Perez and other members of the local GLBT community have opened their homes to Gulf coast refugees.

“This will be a great thing to let people know that Pennsylvania cares,” Perez, who lives in Reading, said.

He said no GLBT person has yet to relocate to this area because they are waiting for money to come from the Federal Emergency Management Agency (FEMA).

“I think once people start getting money and getting some help, we’re going to get a nice huge response from people wanting to relocate,” Perez said.

He also said he has been to the Website www.gay.com and in America Online chat rooms to connect people with HIV or AIDS to ways of getting medication.

Perez also runs a GLBT website, www.chicomax.com dedicated to hurricane relief.

Dan Brooks, the coordinator of New Hope Celebrates, pointed out that the GLBT community isn’t even on the media’s radar.

“This is a subgroup that was kind of neglected within the media coverage,” Brooks said. “There was more coverage of people’s pets.”

“There wasn’t really anything mentioned regarding the specifics of the GLBT community being stranded,” he added. 

Lack of coverage was not the only grievance many in the GLBT community had.

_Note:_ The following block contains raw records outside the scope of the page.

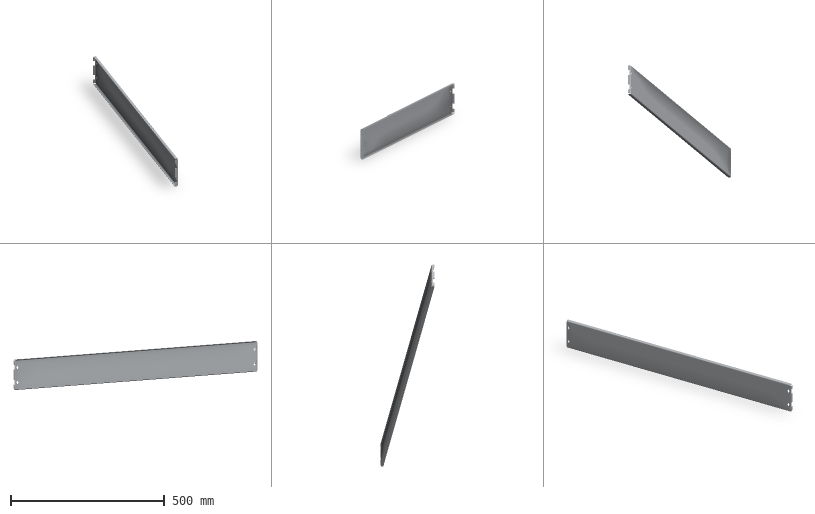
import cadquery as cq

length = 847.0
height = 100.0
depth = height / 10

thickness = 1.5
bend_radius = 3.05
inner_radius = bend_radius - thickness

corner_relief = 3.8
flange_end_gap = 2.0

mount_spacing = height / 2
gap_height = 17.0
gap_floor = 3.9
cross_inset = 10.0
cross_height = 12.0
cross_width = 8.0
cross_arm = 3.05

bend_start_y = depth / 2 - bend_radius
gap_floor_y = depth / 2 - gap_floor


def folded_channel(size_x, size_z, fold_axis):
    """U-channel: a floor on +Y with two rounded bends and flanges parallel to fold_axis."""
    inner_x = size_x if fold_axis == "X" else size_x - 2 * thickness
    inner_z = size_z if fold_axis == "Z" else size_z - 2 * thickness
    bend_edges = f"|{fold_axis} and >Y"
    outer = cq.Workplane("XY").box(size_x, depth, size_z).edges(bend_edges).fillet(bend_radius)
    inner = cq.Workplane("XY").box(inner_x, depth, inner_z).edges(bend_edges).fillet(inner_radius)
    return outer.cut(inner.translate((0, -thickness, 0)))


def cut_through(outline):
    """Tool running through the whole depth from an outline on the middle plane."""
    return outline.extrude(depth, both=True)


def at_mounts(inset):
    """Workplane at the four mounting places, a given inset from each end."""
    return cq.Workplane("XZ").rarray(length - 2 * inset, mount_spacing, 2, 2)


def long_flanges():
    """Top and bottom flanges, with their bends cut back at the corners."""
    channel = folded_channel(length - 2 * flange_end_gap, height, "X")
    floor_space = cq.Workplane("XY").box(length, depth, height - 2 * corner_relief)
    bend_ends = (
        cq.Workplane("XZ", origin=(0, bend_start_y, 0))
        .rarray(length, height, 2, 2)
        .rect(2 * corner_relief, 2 * corner_relief)
        .extrude(-bend_radius)
    )
    return channel.cut(floor_space).cut(bend_ends)


def floor_and_end_tabs():
    """Floor folded up at both ends, each end split into three tabs."""
    channel = folded_channel(length, height - 2 * corner_relief, "Z")
    gaps = (
        cq.Workplane("XZ", origin=(0, gap_floor_y, 0))
        .rarray(length, mount_spacing, 2, 2)
        .rect(2 * bend_radius, gap_height)
        .extrude(depth)
    )
    return channel.cut(gaps)


def mounting_crosses():
    """Cross-shaped cutouts through the floor."""
    upright = cut_through(at_mounts(cross_inset).slot2D(cross_height, cross_arm, 90))
    crossbar = cut_through(at_mounts(cross_inset).slot2D(cross_width, cross_arm))
    return upright.union(crossbar)


result = floor_and_end_tabs().union(long_flanges()).cut(mounting_crosses())

“There was a kind of frustration in the gay community regarding the hurricane relief situation that there was not something specific that we could do to help GLBT Gulf victims or Gulf refugees,” Brooks said.

He also said his organization’s website www.newhopecelebrates.com, is a place where people seeking shelter can be put in touch with people who are donating their space as part of the relief effort.

Brooks also noted that there is a national website www.RainbowRelief.org that also serves the GLBT community in the hurricane-affected areas.

He said he looked at Rainbow Relief very carefully because “there’s a lot of bogus stuff going on now.”

Brooks said New Hope Celebrates is not asking for money and that anybody looking to give money is referred to the American Red Cross.

“Any exchanging of money is always subject to question, “where’s the money going? Who’s taking it?” he said.